Who we are (12-14-13)
Poetry workshop assignment: Write a poem about your father--a challenge for which I'm grateful, though at times it was intimidating--so many memories! How to compress fifteen years of them into a poem.
I wrote pages of notes, and know this: if I added more to the poem below, I doubt I could stop--choosing was so hard--finally needed to let the poem work its way into words and hope that they could speak some kind of truth. Always loved this photo of him.
Who we are
I carried your voice into battles,
which sometimes I won.
You silenced me, urged me
also to break silence.
The dolls were gone.
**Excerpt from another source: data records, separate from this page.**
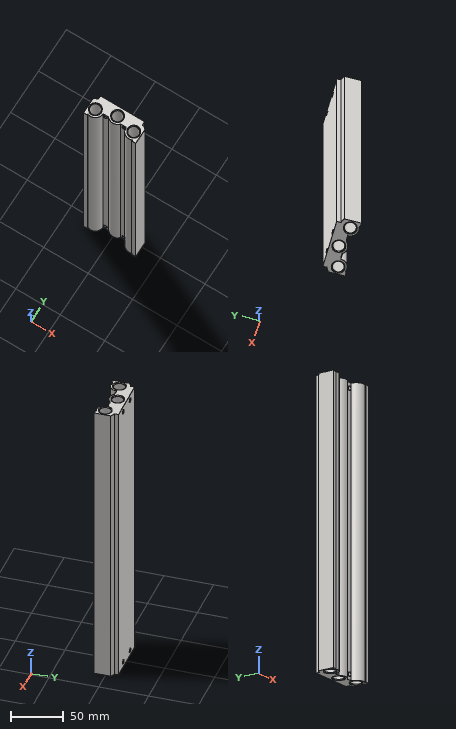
import cadquery as cq
import math

width = 59.0
depth = 23.5
length = 299.0

back_half_width = 25.0
step_y = -4.1
shoulder_radius = 11.0
shoulder_end_y = -6.5
web_front_y = -14.5
foot_inner_x = 25.0
wall_radius = 8.7

center_bore_y = -9.0
side_bore_x = 21.6
side_bore_y = -14.4
bore_diameter = 11.445
bore_mouth_diameter = 13.2
bore_mouth_depth = (bore_mouth_diameter - bore_diameter) / 2

mount_hole_diameter = 4.3
mount_hole_x = 10.5
mount_hole_end_distance = 6.0

half_width = width / 2
bore_centers = [
    (-side_bore_x, side_bore_y),
    (0, center_bore_y),
    (side_bore_x, side_bore_y),
]


def arc_y(center_y, offset_x):
    """Front Y of a bore wall at a given X offset from its bore axis."""
    return center_y - math.sqrt(wall_radius**2 - offset_x**2)


def make_profile_body():
    """Extruded cross-section, symmetric about X = 0."""
    center_wall_x = math.sqrt(wall_radius**2 - (center_bore_y - web_front_y) ** 2)
    side_wall_x = side_bore_x - math.sqrt(wall_radius**2 - (side_bore_y - web_front_y) ** 2)
    foot_top_y = arc_y(side_bore_y, foot_inner_x - side_bore_x)
    diagonal = wall_radius * math.sqrt(0.5)
    side_arc_mid = (side_bore_x - diagonal, side_bore_y - diagonal)
    half = (
        cq.Workplane("XY")
        .moveTo(0, 0)
        .lineTo(back_half_width, 0)
        .lineTo(back_half_width, step_y)
        .radiusArc((half_width, shoulder_end_y), shoulder_radius)
        .lineTo(half_width, -depth)
        .lineTo(foot_inner_x, -depth)
        .lineTo(foot_inner_x, foot_top_y)
        .threePointArc(side_arc_mid, (side_wall_x, web_front_y))
        .lineTo(center_wall_x, web_front_y)
        .threePointArc((diagonal, center_bore_y - diagonal), (0, center_bore_y - wall_radius))
        .close()
        .extrude(length)
    )
    return half.union(half.mirror("YZ")).clean()


def cut_bores(body):
    """Cut the three through bores, with a chamfered mouth at both ends."""
    bore_radius = bore_diameter / 2
    mouth_radius = bore_mouth_diameter / 2
    for x, y in bore_centers:
        bore = (
            cq.Workplane("XZ")
            .polyline([
                (0, 0),
                (mouth_radius, 0),
                (bore_radius, bore_mouth_depth),
                (bore_radius, length - bore_mouth_depth),
                (mouth_radius, length),
                (0, length),
            ])
            .close()
            .revolve(360, (0, 0, 0), (0, 1, 0))
            .translate((x, y, 0))
        )
        body = body.cut(bore)
    return body


def cut_mount_holes(body):
    """Cut the four cross holes through the web, two near each end."""
    centers = [
        (x, z)
        for x in (-mount_hole_x, mount_hole_x)
        for z in (mount_hole_end_distance, length - mount_hole_end_distance)
    ]
    holes = cq.Workplane("XZ").pushPoints(centers).circle(mount_hole_diameter / 2).extrude(depth)
    return body.cut(holes)


result = cut_mount_holes(cut_bores(make_profile_body()))

You returned
them saying “you were right,
no one can
be forced.”
The music filled the house, blasting
Beethoven, Irma la Douce, Camelot.
Christmas brought Dickens’ Carol,
light shows,
and, too soon, death,
which, somewhere,
still hasn’t happened.
(In St. Ursula, the funeral—surrounded by Christmas—days
earlier “O Holy Night” soprano solo.)
Hospital PA system, West Penn,
“Dr. McManus.” Every name called in the same tone,
yet yours leapt out from every corner.
I hear it still—only
it’s my name now, sometimes.
Words dance around, fill pages, won’t hold still.
Somewhere between the lines, you whisper “Diane.”